Now every parameter we have is limited in space; index by the length of the string, and machineState by the number of possible states (since we only have 4 machines that can be either not processing or waiting for the last character to print, so 2^4 or 16). We could cache on these parameters and call it a day.

// ...
let cache: Record<string, number>[];

function recurse(index: number, machineState: MachineState): number {
  // Base case, no more to process
  if (index === input.length) {
    return 0;
  }

  const encodedMachineState = machineState.join('');
  if (cache[index][encodedMachineState] > -1) {
    return cache[index][encodedMachineState];
  }

  // ...

  const result = Math.max.apply(null, counts);
  cache[index][encodedMachineState] = result;
  return result;
}

function solve(s: string): string {
  input = s;
  // Initialize with value of -1
  cache = new Array(input.length)
    .fill(null)
    .map(() => ({
      'truetruetruetrue': -1,
      'truetruetruefalse': -1,
      'truetruefalsetrue': -1,
      'truefalsetruetrue': -1,
      // ...etcetc...
    }));

  const machineState = [false, false, false, false]
  const total = recurse(0, machineState);
  return `${total}`;
}

And that’s enough to solve big input!
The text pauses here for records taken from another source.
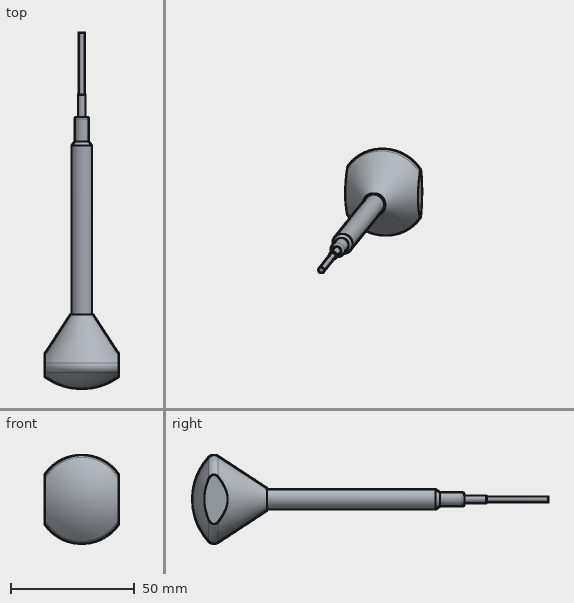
import cadquery as cq
import math


total_length = 144
tip_length = 24.9
sleeve_length = 9.0
collar_length = 10.0
taper_length = 1.7
head_length = 30.2

tip_radius = 1.22
sleeve_radius = 1.6
collar_radius = 2.9
shaft_radius = 4.2

sleeve_chamfer = 0.3
collar_round = 0.9

head_radius = 18.0
head_width = 30.0
neck_radius = 4.6
dome_radius = 25.0
rim_round = 3.0


def revolve_about_axis(outline):
    """Turn an outline of (radius, Y) points about the Y axis."""
    return outline.close().revolve(360, (0, 0, 0), (0, 1, 0))


def make_shank():
    """Tip, sleeve, collar and shaft, each wider than the one before it."""
    tip_start = total_length - tip_length
    sleeve_start = tip_start - sleeve_length
    taper_end = sleeve_start - collar_length
    shaft_end = taper_end - taper_length
    round_inset = collar_round * (1 - math.sqrt(0.5))
    round_middle = (collar_radius - round_inset, sleeve_start - round_inset)

    outline = (
        cq.Workplane("ZY")
        .moveTo(0, head_length)
        .lineTo(shaft_radius, head_length)
        .lineTo(shaft_radius, shaft_end)
        .lineTo(collar_radius, taper_end)
        .lineTo(collar_radius, sleeve_start - collar_round)
        .threePointArc(round_middle, (collar_radius - collar_round, sleeve_start))
        .lineTo(sleeve_radius, sleeve_start)
        .lineTo(sleeve_radius, tip_start - sleeve_chamfer)
        .lineTo(sleeve_radius - sleeve_chamfer, tip_start)
        .lineTo(tip_radius, tip_start)
        .lineTo(tip_radius, total_length)
        .lineTo(0, total_length)
    )
    return revolve_about_axis(outline)


def make_head():
    """Cone, rounded rim and spherical dome, cut flat on both X sides."""
    rim_r = head_radius - rim_round
    rim_y = dome_radius - math.sqrt((dome_radius - rim_round) ** 2 - rim_r**2)

    neck_dr = rim_r - neck_radius
    neck_dy = head_length - rim_y
    neck_distance = math.hypot(neck_dr, neck_dy)
    cone_angle = math.atan2(neck_dr, neck_dy) + math.asin(rim_round / neck_distance)
    cone_touch = (
        rim_r + rim_round * math.cos(cone_angle),
        rim_y + rim_round * math.sin(cone_angle),
    )
    dome_angle = math.asin(rim_r / (dome_radius - rim_round))
    dome_touch = (
        dome_radius * math.sin(dome_angle),
        dome_radius * (1 - math.cos(dome_angle)),
    )
    dome_middle = (
        dome_radius * math.sin(dome_angle / 2),
        dome_radius * (1 - math.cos(dome_angle / 2)),
    )

    outline = (
        cq.Workplane("ZY")
        .moveTo(0, head_length)
        .lineTo(neck_radius, head_length)
        .lineTo(*cone_touch)
        .threePointArc((head_radius, rim_y), dome_touch)
        .threePointArc(dome_middle, (0, 0))
    )
    flats = cq.Workplane("XY").box(
        head_width, head_length, 2 * head_radius, centered=(True, False, True)
    )
    return revolve_about_axis(outline).intersect(flats)


result = make_head().union(make_shank())

The rest I’ll consider style points. For example, listing out ‘truetruetruetrue’ is pretty janky, we can clearly switch to using 1s and 0s (e.g. 1111) aka binary. Then we can use a regular 2D array instead.

const MACHINE_INDEX = {
  IO: 1<<0,
  io: 1<<1,
  Io: 1<<2,
  iO: 1<<3
}

let input: string;
let cache: number[][];

function recurse(index: number, machineState: number): number {
  if (index === input.length) {
    return 0;
  }

  if (cache[index][machineState] > -1) {
    return cache[index][machineState];
  }

  const c = input.charAt(index);
  let counts = [];
  if (c === 'I' || c === 'i') {
    const machines = c === 'I' ?
      [MACHINE_INDEX.IO, MACHINE_INDEX.Io] : [MACHINE_INDEX.io, MACHINE_INDEX.iO];
    machines.forEach((machine_index) => {
      if (!(machineState & machine_index)) {
        counts.push(recurse(index + 1, machineState | machine_index));
      }
    })
  }

  if (c === 'O' || c === 'o') {
    const machines = c === 'O' ?
      [MACHINE_INDEX.IO, MACHINE_INDEX.iO] : [MACHINE_INDEX.io, MACHINE_INDEX.Io];
    machines.forEach((machine_index) => {
      if (machineState & machine_index) {
        let updateCount = machine_index === MACHINE_INDEX.IO ? 1 : 0;
        counts.push(recurse(index + 1, machineState ^ machine_index) + updateCount);
      }
    })
  }

  const result = Math.max.apply(null, counts);
  cache[index][machineState] = result;
  return result;
}

function solve(s: string): string {
  input = s;
  cache = new Array(input.length)
    .fill(null)
    .map(() => new Array(16).fill(-1))

  const total = recurse(0, 0);
  return `${total}`;
}

And that’s that, unless you want to try to flip it to the bottom-up approach. I will not.